The Ålbrunna Norway spruce seed orchard. Currently the main provider of improved plant material in central Sweden. One of many seed sources that need to be characterized in detail in the B4EST project. Picture courtesy of Almqvist, Skogforsk
The selection of plant materials, for example seedlings and saplings, is one of the most important decisions that a forest manager will make when establishing or regenerating a forest. The decisions made will have a fundamental influence on the performance of the trees and will have consequences over the entire life of a forest stand. If chosen correctly, used at suitable sites and managed properly, genetically improved plants combine higher rates of growth, improved stem and wood quality and will be better adapted to cope as our climate changes.
In B4EST we are combining new scientific advances in forest genetics, silviculture, molecular biology and climate research with the needs of forest owners and other stakeholders to develop guidelines and decision support tools to enable greater and more informed use of genetically improved plants in forestry. An important feature of our work is that the information and tools we create will be applicable to contemporary genetically improved plant material like seed orchard crops and clones or clonal mixes.
To develop the guidelines and tools we will make use of mathematical models developed in B4EST which describe how trees of different genetic make-up react to climatic conditions (like drought, heat, precipitation and frost) as well as damaging biological agents such as insects and fungi. The models will be used to predict the performance of genetically improved plant material in future climatic conditions to understand ‘deployment zones’.
To inform the development of our models and tools, we will also be working with for example, forest owners and forest owner associations, forest managers, larger forest companies to explore and create a generic definition of tree ‘performance’. We will explore for example if it should include tree growth and survival, increased stem and wood quality, as well as the ability to avoid damages from climatic events (like frost or drought) and attacks from biological agents such as insects and fungi.

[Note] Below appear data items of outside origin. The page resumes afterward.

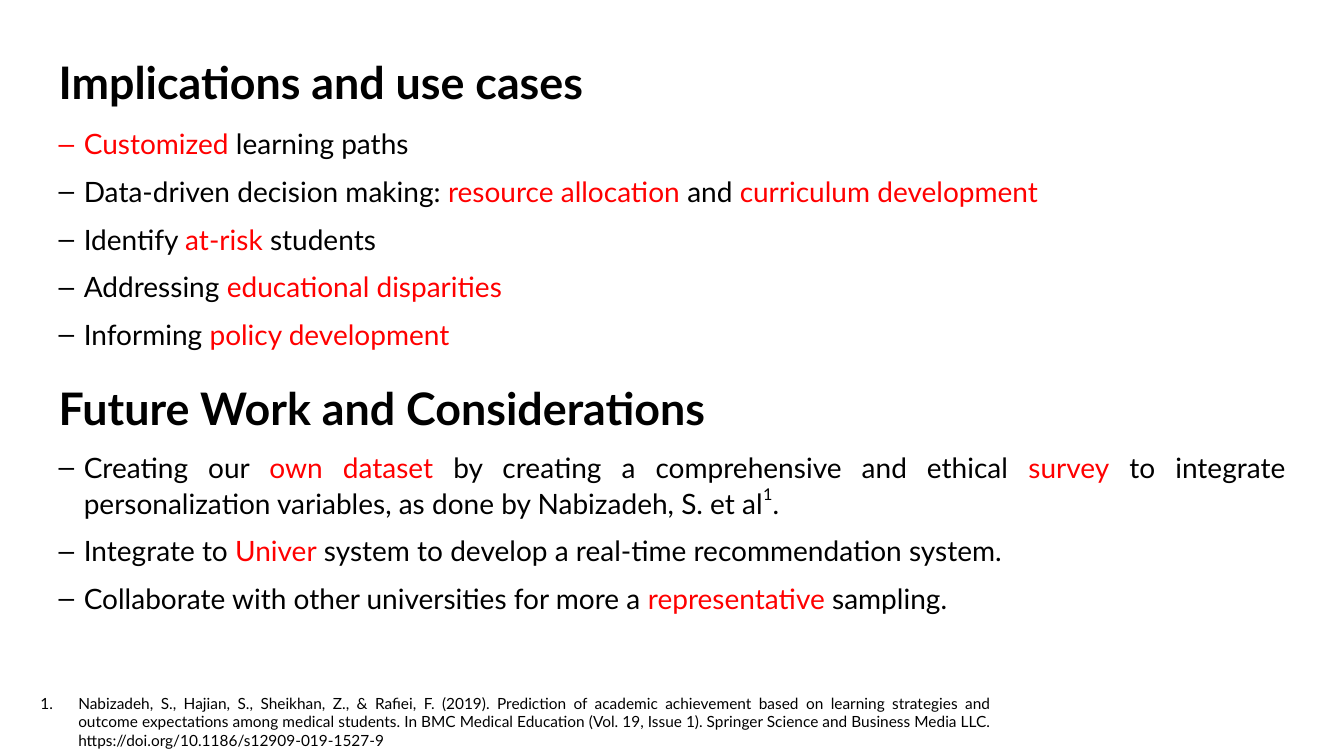
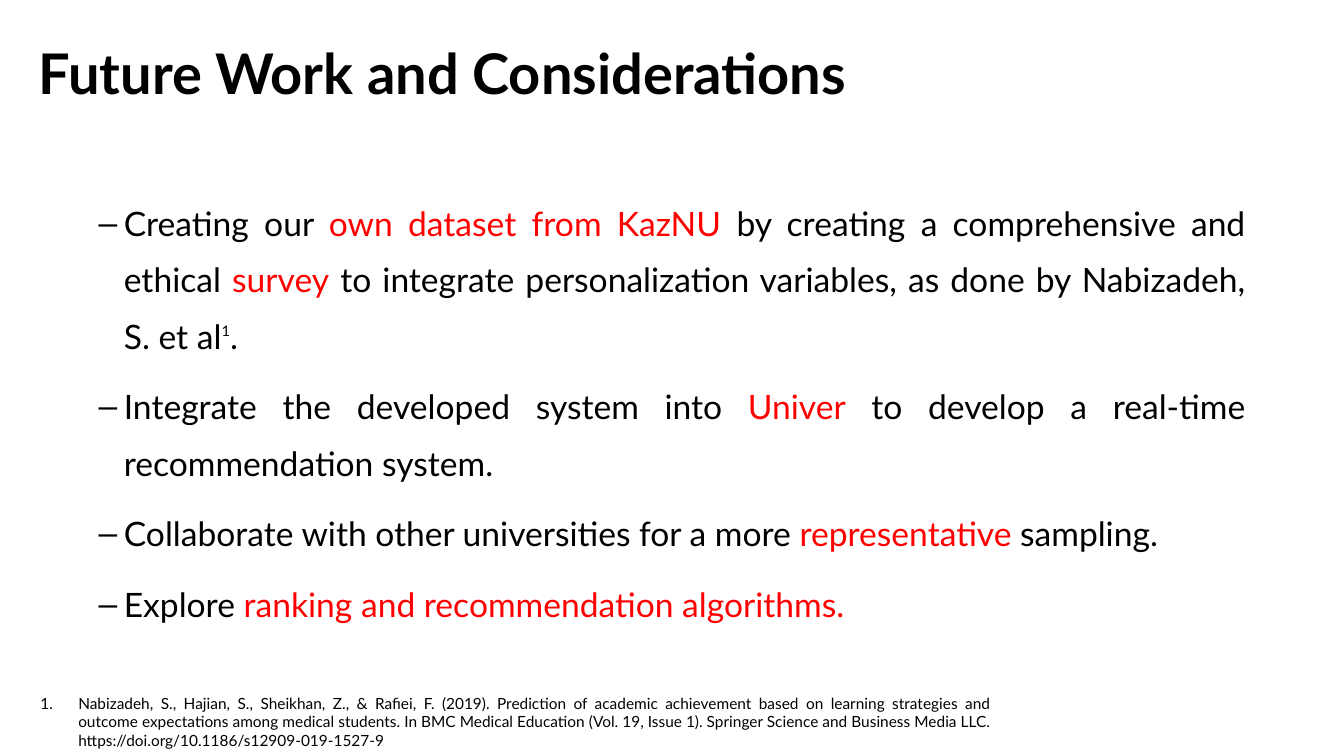
Before and after one commit to samsondawit/student-success, a slide deck: slide 6 of GUI/Concept presentation.pptx. Drawn at 1344x756 pixels with LibreOffice and Linux fonts; fonts in the diff are those of the drawing. Boxes give left, top, right and bottom in pixels: in the first picture for what was removed or moved away, otherwise in the second. Text is boxed around its words. In the diff, an @@ line names an element or a change of style, - is before the commit and + after.

Commit message:
minor updates

```diff
--- a/GUI/Concept presentation.pptx
+++ b/GUI/Concept presentation.pptx
@@ text "Future Work and Considerations" moved from (x1=59, y1=391, x2=705, y2=426) to (x1=39, y1=52, x2=845, y2=95) @@
@@ text "Future Work and Considerations" at (x1=39, y1=52, x2=845, y2=95): size 32 to 40 pt @@
@@ text removed at (x1=59, y1=65, x2=583, y2=107) @@
-Implications and use cases
@@ text removed at (x1=84, y1=133, x2=1038, y2=350) @@
-– Customized learning paths
-– Data-driven decision making: resource allocation and curriculum development
-– Identify at-risk students
-– Addressing educational disparities
-– Informing policy development
@@ text at (x1=124, y1=211, x2=1246, y2=623): text changed; size 20 to 24 pt @@
-– Creating our own dataset by creating a comprehensive and ethical survey to integrate personalization variables, as done by Nabizadeh, S. et al1.
-– Integrate to Univer system to develop a real-time recommendation system.
-– Collaborate with other universities for more a representative sampling.
+– Creating our own dataset from KazNU by creating a comprehensive and ethical survey to integrate personalization variables, as done by Nabizadeh, S. et al1.
+– Integrate the developed system into Univer to develop a real-time recommendation system.
+– Collaborate with other universities for a more representative sampling.
+– Explore ranking and recommendation algorithms.
```
Also in this commit, not shown: 2 other slides changed, 4 slides added, 5 slides removed.

As we discussed earlier, the performance of a forest stand results from the combination of the plant material used and the way in which it is managed once planted. A major aim of the project will be to improve existing models which estimate tree growth and stand dynamics (how the trees as a group or a stand develop over time given for example, silvicultural actions and the properties of a site) to take account of the genetic gains that may be achieved from using genetically improved plant material and other important factors identified by B4EST, like group performance, genetic diversity and adaptive properties. These will be used to simulate different silvicultural practices at both forest stand and landscape scales and enable us to compare, evaluate and recommend alternative ways of managing forest stands as well as optimizing the genetic gain.
Finally, we will also develop a framework for providing deployment recommendations for genetically improved plants that are based on biological constraints rather than administrative ones. In other words the information will be categorised over regions with similar biological backgrounds and climatic conditions and a common characterization of plant material. In this way we hope to facilitate cross-border collaboration in the use of plant materials. We will also be identifying and discussing with relevant stakeholders any national and EU rules that may restrain or prevent the use of new clones and varieties.
This article explains the research that will take place in B4EST Work Package 4 which is led by Mats Berlin, Skogforsk, Sweden.